Experts think that 20’s are the most opportune years of one’s life where many great habits are up for grabs for a healthier future. The pattern of choices you make during these years will not only affect your physical and mental health, but will also set you up for financial and professional success for the decades ahead.
Habits define almost every aspect of our lives, from relationships to health to productivity – as hard it is to build healthy habits, it’s even harder to break them.
Understanding the Habit Loop
The scientific advancements in the fields of neurology and psychology have made it easier for us to understand why habits form and how we can break bad habits over time to replace them with good ones. It all comes down to the most fundamental of neurological processes called a habit loop which consists of a cue, a routine and a reward.
A cue is often the trigger that tells our brain to engage in a certain habit and the reward is the emotion the action evokes, such as happiness, thrill or pleasure. If our habit is reaching into the cookie jar several times a day, then the cue that might trigger the behavior could be as simple as boredom or stress, and the reward being the pleasure we get from eating the sugary cookie.
Breaking the Habit
Step 1: Identifying the Reward
The act of eating the cookie develops into a routine over time once the brain starts craving the reward. For the brain, a habit is a habit, whether a good or a bad one. Hence, it’s as hard to break bad habits as it is to break the good ones. But with a conscious effort, we can re-design bad habits by identifying the reward and the cue that trigger a certain behavior.
If eating a cookie every day is making us put on weight, then this habit can easily be broken by determining what emotional cues cause our brain to crave the cookie. Once we’ve identified the motivation for the reward, we can easily find another activity that gives the same pleasure as eating a cookie. Distraction often helps with cravings; it’s good to go outside for a walk or read a book whenever these craving episodes take place.
Step 2: Identify Cues
Next, we want to focus on the cue that turns on the habit loop. The reason why some habits are harder to abandon than others is because there can be more than one cue than trigger the behavior. For example, if we’re craving the cookie often, it could have to do with a host of environmental factors such as the time of the day, the people we’re with, or the place we’re in.
Internal factors such as our emotional state could also play a hand in bringing about a certain behavior. To identity the cues every time we crave a certain reward, we should observe the environment around and our internal state of emotions for a few days and find any recurring patterns that could be prompting the craving.
Step 3: Have a Plan
Once we’ve identified the cue and the reward for a certain habit, we should iron out a strategy to modify our behavior. If we are able to distract ourselves from the urge of eating a cookie by checking our phone, we can develop a new routine by engaging with a friend on social media every time we feel the craving setting in. Changing an old habit takes time, but by committing to a plan and working on it every day, we will eventually achieve success.
The same method can be applied to building new habits as well.
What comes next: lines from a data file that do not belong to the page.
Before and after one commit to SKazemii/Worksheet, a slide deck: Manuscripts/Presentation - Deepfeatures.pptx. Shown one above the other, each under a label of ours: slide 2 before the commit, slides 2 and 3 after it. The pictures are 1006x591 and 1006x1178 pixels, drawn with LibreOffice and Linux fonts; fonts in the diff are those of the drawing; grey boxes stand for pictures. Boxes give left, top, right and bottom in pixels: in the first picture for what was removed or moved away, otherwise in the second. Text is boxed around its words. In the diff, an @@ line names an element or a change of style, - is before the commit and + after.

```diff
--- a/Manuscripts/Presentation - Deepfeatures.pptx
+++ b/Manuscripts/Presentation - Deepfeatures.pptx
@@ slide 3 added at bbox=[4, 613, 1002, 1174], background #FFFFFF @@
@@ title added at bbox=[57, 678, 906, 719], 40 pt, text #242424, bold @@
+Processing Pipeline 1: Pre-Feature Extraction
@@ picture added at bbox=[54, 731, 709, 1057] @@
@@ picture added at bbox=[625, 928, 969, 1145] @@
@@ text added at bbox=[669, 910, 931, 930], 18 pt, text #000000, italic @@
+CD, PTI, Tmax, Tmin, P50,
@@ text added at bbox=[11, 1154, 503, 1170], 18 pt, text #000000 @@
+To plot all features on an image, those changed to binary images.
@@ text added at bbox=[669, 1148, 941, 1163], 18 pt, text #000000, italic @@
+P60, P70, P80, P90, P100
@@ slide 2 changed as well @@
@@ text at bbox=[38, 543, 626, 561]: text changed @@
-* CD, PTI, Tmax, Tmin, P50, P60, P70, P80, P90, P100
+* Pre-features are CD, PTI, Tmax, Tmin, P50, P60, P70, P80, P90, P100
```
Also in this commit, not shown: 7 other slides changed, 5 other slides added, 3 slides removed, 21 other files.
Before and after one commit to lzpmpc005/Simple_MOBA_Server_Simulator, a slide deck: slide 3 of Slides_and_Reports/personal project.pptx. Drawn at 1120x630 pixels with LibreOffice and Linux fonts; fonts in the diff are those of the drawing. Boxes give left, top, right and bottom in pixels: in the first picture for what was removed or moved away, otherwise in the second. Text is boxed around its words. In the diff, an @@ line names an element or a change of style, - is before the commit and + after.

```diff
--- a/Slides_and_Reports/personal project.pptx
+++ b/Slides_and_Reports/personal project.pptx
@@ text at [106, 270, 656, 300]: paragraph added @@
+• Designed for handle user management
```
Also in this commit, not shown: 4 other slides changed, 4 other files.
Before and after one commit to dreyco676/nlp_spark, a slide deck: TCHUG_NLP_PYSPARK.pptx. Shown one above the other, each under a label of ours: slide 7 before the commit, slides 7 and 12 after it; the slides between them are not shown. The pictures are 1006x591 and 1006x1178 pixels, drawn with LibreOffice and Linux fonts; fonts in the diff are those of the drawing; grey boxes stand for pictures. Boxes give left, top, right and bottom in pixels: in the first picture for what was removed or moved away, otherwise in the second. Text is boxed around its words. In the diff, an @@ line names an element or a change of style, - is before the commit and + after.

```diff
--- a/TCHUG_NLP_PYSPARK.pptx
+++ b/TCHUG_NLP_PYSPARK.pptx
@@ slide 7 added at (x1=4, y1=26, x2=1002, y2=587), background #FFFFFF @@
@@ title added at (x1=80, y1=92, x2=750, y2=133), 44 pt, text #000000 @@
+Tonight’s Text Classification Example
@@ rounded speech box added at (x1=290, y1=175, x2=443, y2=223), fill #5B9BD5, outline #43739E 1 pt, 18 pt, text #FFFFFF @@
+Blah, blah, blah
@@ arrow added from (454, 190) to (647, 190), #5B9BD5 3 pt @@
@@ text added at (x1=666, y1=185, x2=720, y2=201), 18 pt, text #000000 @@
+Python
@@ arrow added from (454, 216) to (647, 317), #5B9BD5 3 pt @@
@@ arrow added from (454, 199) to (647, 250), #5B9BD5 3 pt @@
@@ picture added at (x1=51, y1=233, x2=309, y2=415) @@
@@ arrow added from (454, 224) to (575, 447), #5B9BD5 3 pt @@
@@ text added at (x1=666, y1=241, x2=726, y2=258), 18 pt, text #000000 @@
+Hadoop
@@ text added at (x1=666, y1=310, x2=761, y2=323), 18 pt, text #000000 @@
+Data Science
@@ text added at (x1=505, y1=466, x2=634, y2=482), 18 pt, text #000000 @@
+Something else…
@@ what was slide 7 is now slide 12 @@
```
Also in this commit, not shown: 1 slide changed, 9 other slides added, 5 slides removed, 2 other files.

If we really want to start exercising every day, then we need a specific cue which triggers the behavior – such as keeping our sneakers next to the breakfast table or calling up a friend who goes to the same gym as we do.
Maybe we want to lose weight or look a certain way before summer, or we love the endorphin rush we get after a morning workout which lifts our mood and keeps us energized throughout the day. Some people even like to reward themselves with a good meal or a piece of chocolate after a workout which serves as a motivation to get into the healthy habit.